Die AefU lehnen zudem die Erhöhung der Grenzwerte durch die Hintertüre ab: «Eine neue Technologie ohne Berechnungsgrundlagen und Messvorschriften und ohne fundierte Untersuchung der biologischen Effekte einzuführen. ist medizinisch nicht zu verantworten.» Auch bei den Basler Grünen wird über einen entsprechenden Vorstoss diskutiert.

Die Swisscom gibt Gas beim Ausbau von 5G: Der grösste Telekomkonzern will bis Ende Jahr über 90 Prozent der Schweiz mit der neuen Mobilfunkgeneration abdecken.

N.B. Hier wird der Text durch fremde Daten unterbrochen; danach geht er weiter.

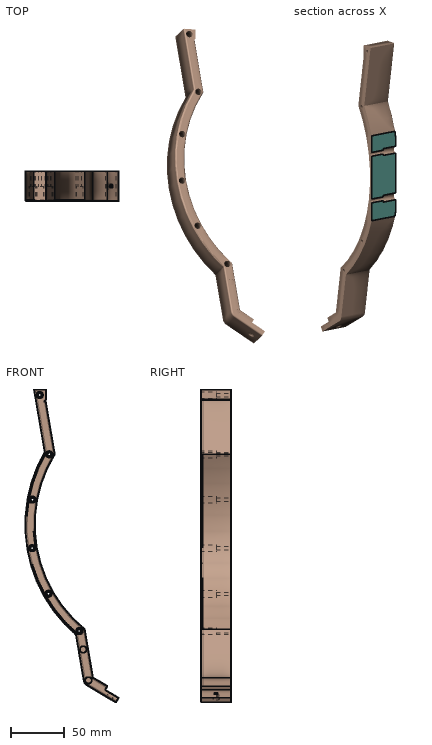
import cadquery as cq
import math

width = 28.0
front_y = -width / 2
top_z = 145.8
lean = 9.7

thickness = 9.0
leg_outer_u = -10.5
leg_inner_u = leg_outer_u + thickness
leg_mid_u = leg_outer_u + thickness / 2
bow_center_u = 93.0
bow_center_v = 4.5
bow_outer_radius = 134.7
bow_inner_radius = bow_outer_radius - thickness

bend_angle = 49.5
bend_v = -128.3
bend_radius = 7.0
foot_length = 34.5
tab_length = 14.5
tab_thickness = 5.0
foot_angle = bend_angle - 90

edge_radius = 1.5

block_right_x = -24.2
block_side_height = 9.0
bevel_width = 3.5
bevel_height = 3.8

screw_diameter = 3.2
counterbore_diameter = 6.0
counterbore_depth = 14.0
bow_hole_radius = 130.0
bow_hole_angles = (-40, -20, 0, 20, 40)
top_hole_drop = 5.0

recess_depth = 0.3
recess_places = (-96.8, -126.0)

tab_hole_inset = 8.0
tab_counterbore_depth = 2.3


def to_xz(u, v):
    """Turn a point of the leaning frame into global X and Z."""
    a = math.radians(lean)
    return (u * math.cos(a) - v * math.sin(a), u * math.sin(a) + v * math.cos(a))


def bow_point(radius, angle):
    """Point on a bow circle; the angle is measured from the middle of the bow."""
    a = math.radians(angle)
    return to_xz(bow_center_u - radius * math.cos(a), bow_center_v + radius * math.sin(a))


def foot_point(along, across):
    """Point of the foot, measured from the outer corner of the bend."""
    a = math.radians(foot_angle)
    u = leg_outer_u + along * math.cos(a) - across * math.sin(a)
    v = bend_v + along * math.sin(a) + across * math.cos(a)
    return to_xz(u, v)


def leg_end_angle(radius, leg_u):
    """Angle at which a bow circle meets a leg face."""
    return math.degrees(math.acos((bow_center_u - leg_u) / radius))


def leg_top_v(u):
    """Distance along the leg at which it reaches the top plane."""
    a = math.radians(lean)
    return (top_z - u * math.sin(a)) / math.cos(a)


def front_sketch():
    return cq.Workplane("XZ", origin=(0, front_y, 0))


def strap():
    """Legs, bow and foot at full thickness, long front edges rounded."""
    outer_angle = leg_end_angle(bow_outer_radius, leg_outer_u)
    inner_angle = leg_end_angle(bow_inner_radius, leg_inner_u)
    half_bend = math.radians(bend_angle / 2)
    bend_tangent = bend_radius * math.tan(half_bend)
    bend_middle_gap = bend_radius * (1 / math.cos(half_bend) - 1)
    bend_middle = to_xz(
        leg_outer_u + bend_middle_gap * math.cos(half_bend),
        bend_v + bend_middle_gap * math.sin(half_bend),
    )
    body = (
        front_sketch()
        .moveTo(*to_xz(leg_outer_u, leg_top_v(leg_outer_u)))
        .lineTo(*bow_point(bow_outer_radius, outer_angle))
        .threePointArc(bow_point(bow_outer_radius, 0), bow_point(bow_outer_radius, -outer_angle))
        .lineTo(*to_xz(leg_outer_u, bend_v + bend_tangent))
        .threePointArc(bend_middle, foot_point(bend_tangent, 0))
        .lineTo(*foot_point(foot_length, 0))
        .lineTo(*foot_point(foot_length, thickness))
        .lineTo(*foot_point(thickness * math.tan(half_bend), thickness))
        .lineTo(*bow_point(bow_inner_radius, -inner_angle))
        .threePointArc(bow_point(bow_inner_radius, 0), bow_point(bow_inner_radius, inner_angle))
        .lineTo(*to_xz(leg_inner_u, leg_top_v(leg_inner_u)))
        .close()
        .extrude(-width)
    )
    front_edges = body.faces("<Y").edges().vals()
    long_edges = [edge for edge in front_edges if edge.Length() > 2 * thickness]
    return body.newObject(long_edges).fillet(edge_radius)


def tab_step():
    """Material above the tab."""
    step_start = foot_length - tab_length
    return (
        front_sketch()
        .moveTo(*foot_point(step_start, tab_thickness))
        .lineTo(*foot_point(foot_length + thickness, tab_thickness))
        .lineTo(*foot_point(foot_length + thickness, 2 * thickness))
        .lineTo(*foot_point(step_start, 2 * thickness))
        .close()
        .extrude(-width)
    )


def top_block():
    """Block filling the inner corner at the top end, with a bevelled lower edge."""
    left_x = to_xz(leg_mid_u, leg_top_v(leg_mid_u))[0]
    side_bottom_z = top_z - block_side_height
    return (
        front_sketch()
        .moveTo(left_x, top_z)
        .lineTo(block_right_x, top_z)
        .lineTo(block_right_x, side_bottom_z)
        .lineTo(block_right_x - bevel_width, side_bottom_z - bevel_height)
        .lineTo(left_x, side_bottom_z - bevel_height)
        .close()
        .extrude(-width)
    )


def front_bore(place, diameter, depth):
    """Round cutter going in from the front face."""
    return front_sketch().moveTo(*place).circle(diameter / 2).extrude(-depth)


def tab_hole():
    """Hole square to the tab, counterbored on its outer face."""
    x, z = foot_point(foot_length - tab_hole_inset, 0)
    profile = (
        cq.Workplane("XZ")
        .moveTo(0, 0)
        .lineTo(counterbore_diameter / 2, 0)
        .lineTo(counterbore_diameter / 2, tab_counterbore_depth)
        .lineTo(screw_diameter / 2, tab_counterbore_depth)
        .lineTo(screw_diameter / 2, tab_thickness)
        .lineTo(0, tab_thickness)
        .close()
    )
    cutter = profile.revolve(360, (0, 0, 0), (0, 1, 0))
    return cutter.rotate((0, 0, 0), (0, 1, 0), -(foot_angle + lean)).translate((x, 0, z))


part = strap().cut(tab_step()).union(top_block())

hole_places = [bow_point(bow_hole_radius, angle) for angle in bow_hole_angles]
hole_places.append(to_xz(leg_mid_u, leg_top_v(leg_mid_u) - top_hole_drop))
for place in hole_places:
    part = part.cut(front_bore(place, screw_diameter, width))
    part = part.cut(front_bore(place, counterbore_diameter, counterbore_depth))

for v in recess_places:
    part = part.cut(front_bore(to_xz(leg_mid_u, v), counterbore_diameter, recess_depth))

result = part.cut(tab_hole())

Der neue Mobilfunk-Standard gilt als höchst umstritten. Einerseits verspricht er schnelleres Surfen im Internet und eröffnet neue technologische Möglichkeiten. Andererseits fürchten sich Kritiker vor der Strahlenbelastung und den Risiken der Digitalisierung des Lebens. Befürworter von 5G sagen: Die Schweiz dürfe aus wirtschaftlichen Gründen den Anschluss an die neue Technologie nicht verpassen. Man könne nicht warten, bis alle Studien zur allfälligen Schädlichkeit auf dem Tisch liegen.

Telebasel fragt: Dürfen wir eine Technologie einführen, ohne die Ergebnisse unabhängiger Studien abzuwarten?